In the present context, it looks more like a dubious cooperation with Uzbek security services than a mere act of preventing potential terrorist threats. This ambiguity can best be illustrated by Lutfulla Shamsuddinov’s case, an Uzbek human rights activist detained in Almaty on July 1 on suspicion of being one of the string-pullers of Andijan events. The detention of the dissident put Kazakh authorities in an awkward situation. Under the UN 1951 Convention on the status of refugees, Kazakhstan had to provide shelter for Shamsuddinov who in Uzbekistan, however, was on the wanted list of terrorists. Finally, on July 12, after long bargaining with international human rights organizations, Kazakh authorities handed the suspect over to the Office of the United Nations High Commissioner for Refugees (UNHCR), reaping praises from European Union for this face-saving move. Aware that the unfriendly act would provoke accusations from the Uzbek side, the Prosecutor-General’s Office of Kazakhstan asked Uzbek authorities for “understanding” the delicate circumstances.

With an eye to the coveted presidency of the OSCE in 2009, Kazakhstan has to observe human rights commitments strictly and show consistency in implementing comprehensive political reforms. Kazakhstan’s path to closer cooperation with the European Union, OSCE, NATO and other organizations is strewn with contradictions as ever before. On the one hand, the regime has to adapt itself to the demands from international democratic institutions, on the other, it has to ensure its political security in anticipation of the upcoming presidential elections. The massive crackdown on NGOs, the belligerent calls from pro-presidential parties, verbal attack on the Soros Kazakhstan Foundation from Kazakh Foreign Minister Kasymzhomart Tokayev, undemocratic amendments to the laws and disrespect for the rights of refugees point to uneasy relations with the European Union. Kazakhstan’s moves towards partnership with the European Union is curiously synchronized with efforts to build a sort of political and economic alliance with the rulers of Uzbekistan within the union of Central Asian nations projected by Nursultan Nazarbayev. Alliance with Tashkent obliges Astana to extradite dozens of Uzbek citizens, human rights activists fleeing their country, a step totally incompatible with European standards. The council for cooperation between the European Union and Kazakhstan was articulate enough in demanding recently that Kazakh authorities should discriminate between fighting terrorism and respecting human rights and effectively control the migration process.

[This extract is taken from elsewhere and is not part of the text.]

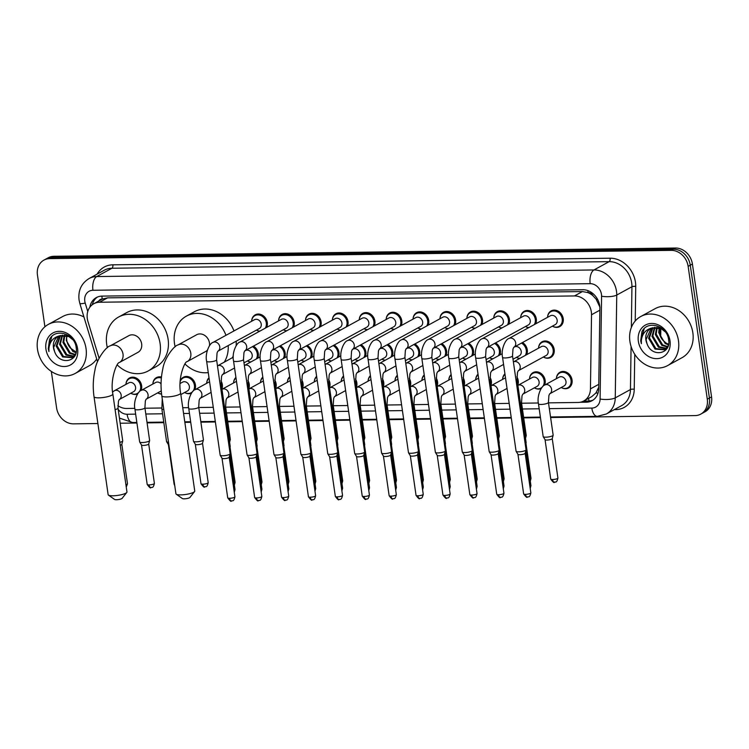 <?xml version="1.0" encoding="UTF-8"?>
<svg xmlns="http://www.w3.org/2000/svg" width="749" height="749" viewBox="0 0 749 749"><rect width="100%" height="100%" fill="white"/><g stroke="black" fill="none" stroke-linecap="round" stroke-linejoin="round"><path stroke-width="1.12" d="M529.543 378.479A8.951 7.518 61.3 0 1 533.082 372.599A8.951 7.518 61.3 0 1 545.15 380.342A8.951 7.518 61.3 0 1 544.532 385.173M541.115 388.572A8.951 7.518 61.3 0 1 534.823 388.122M516.857 376.822A8.951 7.518 61.3 0 1 518.252 380.707A8.951 7.518 61.3 0 1 517.84 385.005M489.958 377.178A8.951 7.518 61.3 0 1 491.353 381.063A8.951 7.518 61.3 0 1 490.941 385.361M463.051 377.533A8.951 7.518 61.3 0 1 464.446 381.419A8.951 7.518 61.3 0 1 464.043 385.726M436.152 377.899A8.951 7.518 61.3 0 1 437.547 381.775A8.951 7.518 61.3 0 1 437.135 386.081M409.254 378.254A8.951 7.518 61.3 0 1 410.639 382.13A8.951 7.518 61.3 0 1 410.237 386.437M382.346 378.61A8.951 7.518 61.3 0 1 383.741 382.486A8.951 7.518 61.3 0 1 383.338 386.793M355.447 378.966A8.951 7.518 61.3 0 1 356.842 382.851A8.951 7.518 61.3 0 1 356.43 387.149M328.549 379.322A8.951 7.518 61.3 0 1 329.935 383.207A8.951 7.518 61.3 0 1 329.532 387.514M301.641 379.677A8.951 7.518 61.3 0 1 303.036 383.563A8.951 7.518 61.3 0 1 302.624 387.87M274.743 380.043A8.951 7.518 61.3 0 1 276.138 383.919A8.951 7.518 61.3 0 1 275.726 388.225M247.835 380.398A8.951 7.518 61.3 0 1 249.23 384.274A8.951 7.518 61.3 0 1 248.827 388.581M220.936 380.754A8.951 7.518 61.3 0 1 222.331 384.63A8.951 7.518 61.3 0 1 221.919 388.937M180.191 381.213A8.951 7.518 61.3 0 1 183.365 377.243A8.951 7.518 61.3 0 1 195.433 384.995A8.951 7.518 61.3 0 1 194.806 389.817M191.398 393.216A8.951 7.518 61.3 0 1 185.097 392.766M161.578 394.086A8.951 7.518 61.3 0 1 158.198 393.122M126.01 383.834A8.951 7.518 61.3 0 1 129.558 377.955A8.951 7.518 61.3 0 1 141.627 385.707A8.951 7.518 61.3 0 1 140.999 390.538M137.591 393.937A8.951 7.518 61.3 0 1 131.29 393.478M556.441 378.114A8.951 7.518 61.3 0 1 559.99 372.244A8.951 7.518 61.3 0 1 572.058 379.986A8.951 7.518 61.3 0 1 568.585 387.945A8.951 7.518 61.3 0 1 561.722 387.757M522.493 342.527A8.951 7.518 61.3 0 1 527.287 349.858A8.951 7.518 61.3 0 1 526.659 354.67M519.628 358.528A8.951 7.518 61.3 0 1 516.95 357.629M495.595 342.883A8.951 7.518 61.3 0 1 500.379 350.214A8.951 7.518 61.3 0 1 499.761 355.035M492.73 358.883A8.951 7.518 61.3 0 1 490.052 357.985M468.696 343.248A8.951 7.518 61.3 0 1 473.48 350.569A8.951 7.518 61.3 0 1 472.862 355.391M465.831 359.239A8.951 7.518 61.3 0 1 463.144 358.34M441.788 343.604A8.951 7.518 61.3 0 1 446.573 350.925A8.951 7.518 61.3 0 1 445.955 355.747M438.923 359.595A8.951 7.518 61.3 0 1 436.246 358.696M414.89 343.96A8.951 7.518 61.3 0 1 419.674 351.281A8.951 7.518 61.3 0 1 419.056 356.103M412.025 359.951A8.951 7.518 61.3 0 1 409.347 359.061M387.982 344.315A8.951 7.518 61.3 0 1 392.776 351.646A8.951 7.518 61.3 0 1 392.158 356.458M385.126 360.306A8.951 7.518 61.3 0 1 382.439 359.417M361.084 344.671A8.951 7.518 61.3 0 1 365.868 352.002A8.951 7.518 61.3 0 1 365.25 356.814M358.219 360.672A8.951 7.518 61.3 0 1 355.541 359.773M334.185 345.027A8.951 7.518 61.3 0 1 338.969 352.358A8.951 7.518 61.3 0 1 338.351 357.179M331.32 361.027A8.951 7.518 61.3 0 1 328.633 360.129M307.277 345.392A8.951 7.518 61.3 0 1 312.071 352.713A8.951 7.518 61.3 0 1 311.453 357.535M304.412 361.383A8.951 7.518 61.3 0 1 301.735 360.484M280.379 345.748A8.951 7.518 61.3 0 1 285.163 353.069A8.951 7.518 61.3 0 1 284.545 357.891M277.514 361.739A8.951 7.518 61.3 0 1 274.836 360.84M253.48 346.104A8.951 7.518 61.3 0 1 258.265 353.425A8.951 7.518 61.3 0 1 257.647 358.247M250.615 362.095A8.951 7.518 61.3 0 1 247.928 361.205M538.578 347.63A8.951 7.518 61.3 0 1 542.117 341.75A8.951 7.518 61.3 0 1 554.185 349.502A8.951 7.518 61.3 0 1 550.712 357.451A8.951 7.518 61.3 0 1 543.849 357.273M386.194 318.924A8.951 7.518 61.3 0 1 389.733 313.045A8.951 7.518 61.3 0 1 401.801 320.797A8.951 7.518 61.3 0 1 401.183 325.609M394.152 329.466A8.951 7.518 61.3 0 1 391.474 328.568M359.295 319.28A8.951 7.518 61.3 0 1 362.834 313.4A8.951 7.518 61.3 0 1 374.903 321.152A8.951 7.518 61.3 0 1 374.285 325.974M367.253 329.822A8.951 7.518 61.3 0 1 364.566 328.923M493.797 317.492A8.951 7.518 61.3 0 1 497.345 311.621A8.951 7.518 61.3 0 1 509.414 319.364A8.951 7.518 61.3 0 1 508.796 324.186M501.764 328.034A8.951 7.518 61.3 0 1 499.077 327.135M332.387 319.636A8.951 7.518 61.3 0 1 335.936 313.765A8.951 7.518 61.3 0 1 348.004 321.508A8.951 7.518 61.3 0 1 347.386 326.33M340.346 330.178A8.951 7.518 61.3 0 1 337.668 329.279M520.705 317.136A8.951 7.518 61.3 0 1 524.244 311.256A8.951 7.518 61.3 0 1 536.312 319.008A8.951 7.518 61.3 0 1 535.694 323.821M528.663 327.678A8.951 7.518 61.3 0 1 525.985 326.779M413.092 318.568A8.951 7.518 61.3 0 1 416.641 312.689A8.951 7.518 61.3 0 1 428.709 320.441A8.951 7.518 61.3 0 1 428.091 325.253M421.06 329.101A8.951 7.518 61.3 0 1 418.373 328.212M466.899 317.848A8.951 7.518 61.3 0 1 470.447 311.977A8.951 7.518 61.3 0 1 482.506 319.72A8.951 7.518 61.3 0 1 481.888 324.542M474.857 328.39A8.951 7.518 61.3 0 1 472.179 327.491M440 318.213A8.951 7.518 61.3 0 1 443.539 312.333A8.951 7.518 61.3 0 1 455.607 320.076A8.951 7.518 61.3 0 1 454.989 324.897M447.958 328.745A8.951 7.518 61.3 0 1 445.281 327.847M305.489 319.992A8.951 7.518 61.3 0 1 309.028 314.121A8.951 7.518 61.3 0 1 321.096 321.864A8.951 7.518 61.3 0 1 320.478 326.686M313.447 330.534A8.951 7.518 61.3 0 1 310.769 329.635M278.591 320.357A8.951 7.518 61.3 0 1 282.13 314.477A8.951 7.518 61.3 0 1 294.198 322.22A8.951 7.518 61.3 0 1 293.58 327.041M286.549 330.889A8.951 7.518 61.3 0 1 283.862 330M251.683 320.712A8.951 7.518 61.3 0 1 255.231 314.833A8.951 7.518 61.3 0 1 267.299 322.585A8.951 7.518 61.3 0 1 266.672 327.397M259.641 331.245A8.951 7.518 61.3 0 1 256.963 330.356M547.603 316.78A8.951 7.518 61.3 0 1 551.152 310.901A8.951 7.518 61.3 0 1 563.22 318.653A8.951 7.518 61.3 0 1 559.746 326.601A8.951 7.518 61.3 0 1 552.884 326.424M548.502 402.859L578.031 402.466A16.778 14.091 -118.7 0 0 583.752 400.987A16.778 14.091 -118.7 0 0 590.446 388.89L591.523 314.758A16.778 14.091 -118.7 0 0 591.336 311.949A16.778 14.091 -118.7 0 0 574.436 295.939L99.542 302.25A16.778 14.091 -118.7 0 0 93.812 303.729A16.778 14.091 -118.7 0 0 87.933 321.452L99.093 358.237M599.949 307.23L596.138 299.197L593.021 295.808A5.589 4.7 -118.7 0 0 588.068 292.569A16.778 8.323 -90.8 0 1 587.853 290.612M588.068 292.569L587.815 292.578A16.778 14.091 61.3 0 1 593.021 295.808M93.812 303.729L101.808 299.347A16.778 14.091 61.3 0 1 102.463 299.02L102.201 299.029A5.589 4.7 -118.7 0 0 98.746 301.032M583.752 400.987L591.766 396.605L595.97 392.935L598.741 387.167M587.815 292.578L582.45 291.558L107.556 297.859L102.463 299.02M117.836 405.658A16.778 14.091 -118.7 0 0 126.6 408.467L134.829 408.355M144.969 408.224L161.737 407.999M182.737 407.718L188.636 407.643M198.775 407.503L213.268 407.316M225.674 407.147L240.167 406.96M252.582 406.791L267.075 406.604M279.48 406.435L293.973 406.239M306.378 406.08L320.872 405.883M333.286 405.724L347.779 405.527M360.185 405.359L374.678 405.172M387.093 405.003L401.586 404.816M413.991 404.647L428.484 404.46M440.889 404.291L455.383 404.095M467.797 403.936L482.29 403.739M494.696 403.58L509.189 403.383M521.594 403.215L538.362 402.999M502.645 378.835A8.951 7.518 61.3 0 1 504.929 373.854M475.737 379.191A8.951 7.518 61.3 0 1 478.031 374.21M448.838 379.546A8.951 7.518 61.3 0 1 451.132 374.566M421.93 379.902A8.951 7.518 61.3 0 1 424.224 374.931M395.032 380.258A8.951 7.518 61.3 0 1 397.326 375.286M368.134 380.623A8.951 7.518 61.3 0 1 370.427 375.642M341.226 380.979A8.951 7.518 61.3 0 1 343.519 375.998M314.327 381.335A8.951 7.518 61.3 0 1 316.621 376.354M287.429 381.69A8.951 7.518 61.3 0 1 289.723 376.71M260.521 382.046A8.951 7.518 61.3 0 1 262.815 377.075M233.622 382.402A8.951 7.518 61.3 0 1 235.916 377.43M206.724 382.767A8.951 7.518 61.3 0 1 209.018 377.786M152.918 383.479A8.951 7.518 61.3 0 1 156.457 377.599A8.951 7.518 61.3 0 1 161.466 377.056M580.026 402.288L586.298 402.204A16.778 14.091 -118.7 0 0 592.019 400.724A16.778 14.091 -118.7 0 0 598.713 388.628L599.874 308.541A16.778 14.091 -118.7 0 0 599.687 305.732A16.778 14.091 -118.7 0 0 582.788 289.723L102.051 296.108A16.778 14.091 -118.7 0 0 96.331 297.587A16.778 14.091 -118.7 0 0 89.852 307.221M44.912 326.77L37.45 275.014A16.778 14.091 61.3 0 1 43.957 260.1A16.778 14.091 61.3 0 1 49.687 258.62L671.244 250.363A16.778 14.091 61.3 0 1 688.144 266.372L707.29 399.198A16.778 14.091 61.3 0 1 700.774 414.113A16.778 14.091 61.3 0 1 695.053 415.592L550.609 417.511M97.885 423.531L73.496 423.85A16.778 14.091 61.3 0 1 56.587 407.849L51.344 371.438M540.46 417.652L523.71 417.867M511.305 418.036L496.812 418.232M484.397 418.391L469.904 418.588M457.499 418.747L443.005 418.944M430.591 419.103L416.098 419.3M403.692 419.468L389.199 419.655M376.794 419.824L362.301 420.011M349.886 420.18L335.393 420.376M322.988 420.535L308.494 420.732M296.089 420.891L281.596 421.088M269.181 421.247L254.688 421.444M242.283 421.612L227.79 421.799M215.384 421.968L200.891 422.155M190.733 422.296L184.853 422.37M163.834 422.651L147.085 422.876M136.927 423.007L120.177 423.232M43.957 260.1L48.226 257.768A16.778 14.091 61.3 0 1 53.947 256.289L675.504 248.031A16.778 14.091 61.3 0 1 692.413 264.041L711.55 396.867L709.415 398.037A16.778 14.091 61.3 0 1 702.908 412.952A16.778 14.091 61.3 0 0 709.415 398.037L690.278 265.202L709.415 398.037L707.29 399.198M675.504 248.031L673.379 249.202A16.778 14.091 61.3 0 1 690.278 265.202A16.778 14.091 61.3 0 0 673.379 249.202L51.812 257.459L673.379 249.202L671.244 250.363M46.092 258.939A16.778 14.091 61.3 0 1 51.812 257.459A16.778 14.091 61.3 0 0 46.092 258.939M92.258 304.749A16.778 14.091 61.3 0 1 97.426 297.063M593.058 400.088A16.778 14.091 61.3 0 1 588.433 401.033L583.546 401.099M711.55 396.867A16.778 14.091 61.3 0 1 705.043 411.781L700.774 414.113M629.909 341.375A27.966 23.481 61.3 0 1 640.76 316.518A27.966 23.481 61.3 0 1 678.472 340.729A27.966 23.481 61.3 0 1 667.621 365.587A27.966 23.481 61.3 0 1 629.909 341.375M640.76 316.518L655.15 308.644A27.966 23.481 61.3 0 1 692.862 332.856A27.966 23.481 61.3 0 1 682.011 357.704L667.621 365.587M652.978 327.641L649.43 337.799L655.881 348.603L664.972 349.549M652.51 327.772L648.587 338.258L655.029 349.062L664.55 349.792L667.256 347.92M664.55 349.792L668.145 345.851M655 327.313L652.819 335.945L659.26 346.75L666.498 348.304M654.476 327.36L651.967 336.404L658.418 347.208L666.133 348.65M657.257 327.397L656.199 334.091L662.65 344.896L667.762 346.6M656.667 327.332L655.356 334.55L661.798 345.355L667.471 347.077M668.539 344.24L666.03 343.042L662.902 340.252A12.639 10.617 61.3 0 1 659.204 332.444A12.639 10.617 61.3 0 1 659.335 327.884M659.129 327.819L658.736 332.696L665.187 343.501L668.398 344.914M660.946 327.706L651.658 328.025M651.171 328.305L646.05 339.643L646.977 343.538C651.677 358.041 671.376 354.09 668.623 339.952C667.425 325.787 647.454 319.654 641.949 331.685L640.713 340.786L641.378 343.707L641.341 340.655C642.099 333.82 645.629 329.588 651.93 327.978A12.639 10.617 61.3 0 0 650.787 328.502A12.639 10.617 61.3 0 0 645.881 339.737A12.639 10.617 61.3 0 0 646.977 343.538M665.374 331.938L661.264 328.708L651.93 327.978M670.018 340.842A18.238 15.308 61.3 0 1 656.723 358.659A18.238 15.308 61.3 0 1 638.354 341.263A18.238 15.308 61.3 0 1 651.649 323.446A18.238 15.308 61.3 0 1 670.018 340.842M644.177 328.727L640.807 340.739L641.378 343.707M194.571 491.559L189.918 497.458A3.914 0.861 171.8 0 1 184.245 498.825A3.914 0.861 171.8 0 1 182.363 498.544L176.24 494.2A9.512 2.097 -8.2 0 0 180.809 494.883A9.512 2.097 -8.2 0 0 194.571 491.559A9.512 2.097 -8.2 0 0 194.749 491.054L180.631 393.103A9.512 2.097 171.8 0 1 176.146 395.594A9.512 2.097 171.8 0 1 166.69 396.933A9.512 2.097 171.8 0 1 161.812 395.809L175.921 493.76A9.512 2.097 -8.2 0 0 176.24 494.2M209.477 345.692A9.512 7.986 -118.7 0 0 209.458 342.986A9.512 7.986 -118.7 0 0 196.631 334.756L177.981 344.961C174.124 345.542 164.256 358.35 162.795 369.023C160.857 377.711 160.529 386.643 161.812 395.809M175.154 346.824A30.765 25.831 61.3 0 1 174.489 343.445A30.765 25.831 61.3 0 1 186.426 316.106A30.765 25.831 61.3 0 1 225.983 335.309M186.426 316.106L194.422 311.734A30.765 25.831 61.3 0 1 233.978 330.927M180.631 393.103C177.682 378.638 184.666 361.224 187.11 361.645L205.769 351.431A9.512 7.986 -118.7 0 0 207.379 350.204M228.192 345.579A30.765 25.831 61.3 0 1 224.26 362.151M208.269 372.59A30.765 25.831 61.3 0 1 184.966 363.977M236.188 341.198A30.765 25.831 61.3 0 1 236.132 345.71M233.285 355.944A30.765 25.831 61.3 0 1 232.256 357.779M126.778 492.458L122.124 498.357A3.914 0.861 171.8 0 1 116.46 499.723A3.914 0.861 171.8 0 1 114.578 499.443L108.446 495.098A9.512 2.097 -8.2 0 0 113.015 495.782A9.512 2.097 -8.2 0 0 126.778 492.458A9.512 2.097 -8.2 0 0 126.956 491.953L112.846 394.002A9.512 2.097 171.8 0 1 108.362 396.493A9.512 2.097 171.8 0 1 98.905 397.841A9.512 2.097 171.8 0 1 94.018 396.717L108.137 494.658A9.512 2.097 -8.2 0 0 108.446 495.098M112.846 394.002C109.888 379.537 116.872 362.123 119.325 362.544L137.975 352.339A9.512 7.986 -118.7 0 0 141.664 343.885A9.512 7.986 -118.7 0 0 128.847 335.655L110.187 345.869C106.33 346.441 96.462 359.248 95.001 369.922C93.073 378.61 92.745 387.542 94.018 396.717M107.36 347.723A30.765 25.831 61.3 0 1 106.704 344.353A30.765 25.831 61.3 0 1 118.642 317.005A30.765 25.831 61.3 0 1 160.117 343.641A30.765 25.831 61.3 0 1 148.18 370.98A30.765 25.831 61.3 0 1 117.172 364.885M118.642 317.005L126.637 312.633A30.765 25.831 61.3 0 1 168.113 339.26A30.765 25.831 61.3 0 1 156.176 366.607L148.18 370.98M550.365 315.797A5.037 4.222 61.3 0 1 557.153 320.151A5.037 4.222 61.3 0 1 555.196 324.626L513.851 347.264A5.037 4.222 61.3 0 0 515.687 342.855A5.037 4.222 61.3 0 0 510.341 338.071A5.037 4.222 61.3 0 0 508.899 338.501L550.365 315.797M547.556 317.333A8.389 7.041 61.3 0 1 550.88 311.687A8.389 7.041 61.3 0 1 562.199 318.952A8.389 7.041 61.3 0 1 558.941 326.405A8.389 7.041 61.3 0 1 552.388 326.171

Kazakh authorities found themselves ill-prepared to cope with the predictable massive inflow of refugees from Uzbekistan and Kyrgyzstan. According to the Astana city police, the number of illegal migrants from Central Asia, mainly from Uzbekistan, doubled in six months of the year. It is not ruled out that Uzbeks sheltering in refugee camps in Kyrgyzstan and subjected to ethnic discrimination from the impoverished locals will head for Kazakh cities, aggravating the already delicate situation in the country’s job market. If not addressed timely, this uncontrolled migration process is likely to create interethnic tension in the volatile region.